THE INPUT:
━━━━

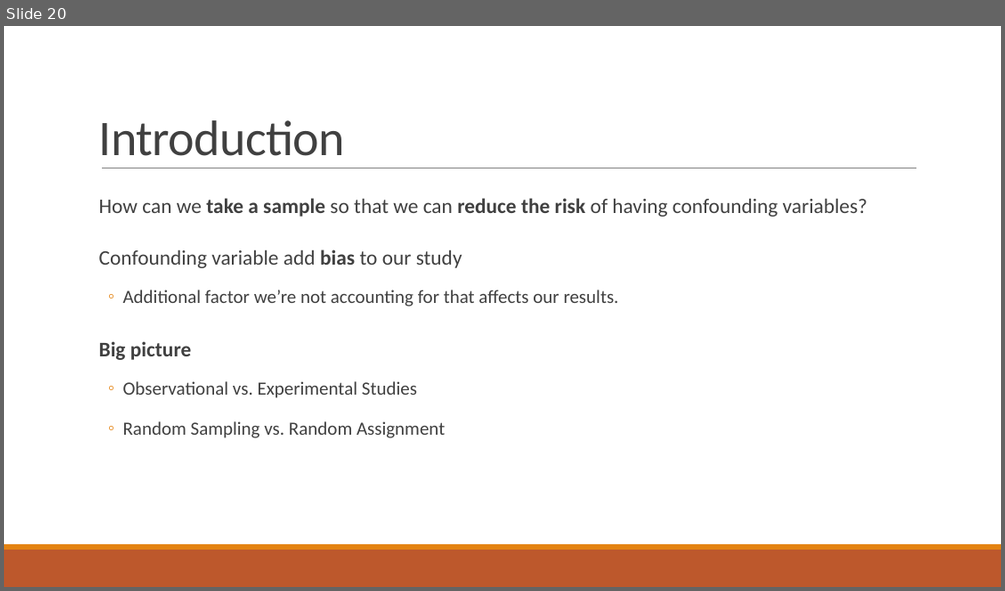
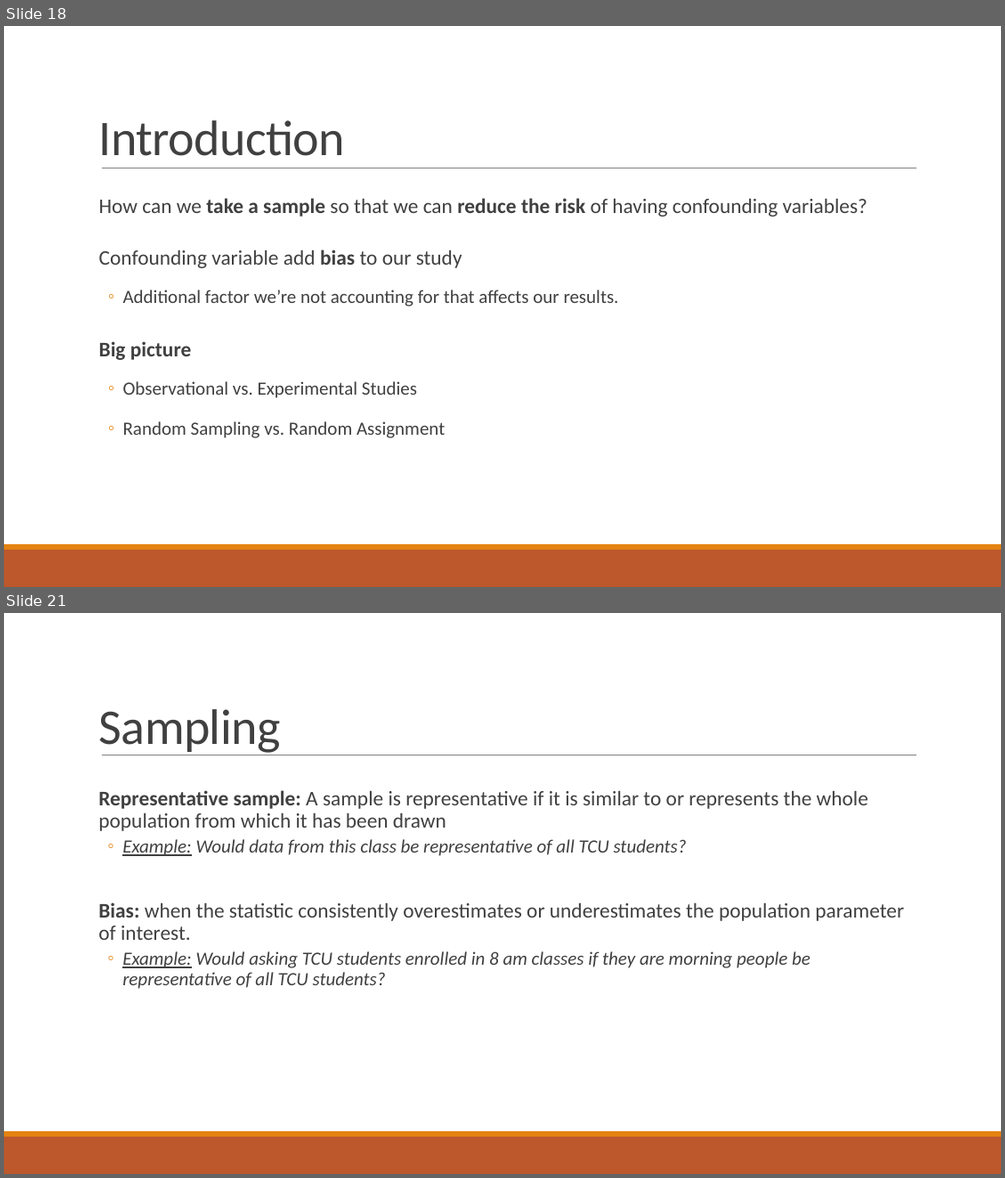
Before and after one commit to alisonkleffner/presentations, a slide deck: job/teaching/teaching-demonstration1.pptx. Shown one above the other, each under a label of ours: slide 20 before the commit, slides 18 and 21 after it; the slides between them are not shown. The pictures are 1005x591 and 1005x1178 pixels, drawn with LibreOffice and Linux fonts; fonts in the diff are those of the drawing. Boxes give left, top, right and bottom in pixels: in the first picture for what was removed or moved away, otherwise in the second. Text is boxed around its words. In the diff, an @@ line names an element or a change of style, - is before the commit and + after.

```diff
--- a/job/teaching/teaching-demonstration1.pptx
+++ b/job/teaching/teaching-demonstration1.pptx
@@ slide 21 added at bbox=[4, 613, 1001, 1174], background #FFFFFF; not listed: 3 template elements that a slide beside it also shows @@
@@ title added at bbox=[99, 709, 281, 755], 48 pt, text #404040 @@
+Sampling
@@ text added at bbox=[98, 790, 904, 989], 20 pt, text #404040 @@
+  Representative sample: A sample is representative if it is similar to or represents the whole population from which it has been drawn
+  ◦ Example: Would data from this class be representative of all TCU students?
+  Bias: when the statistic consistently overestimates or underestimates the population parameter of interest.
+  ◦ Example: Would asking TCU students enrolled in 8 am classes if they are morning people be representative of all TCU students?
@@ what was slide 20 is now slide 18 @@
```
Also in this commit, not shown: 3 slides changed, 4 other slides added, 2 other files.

━━━━

TASK REQUIREMENTS: Find the lines in the entries above where "Example" occurs, and copy each of them.

ANSWER BOX:
+  ◦ Example: Would data from this class be representative of all TCU students?
+  ◦ Example: Would asking TCU students enrolled in 8 am classes if they are morning people be representative of all TCU students?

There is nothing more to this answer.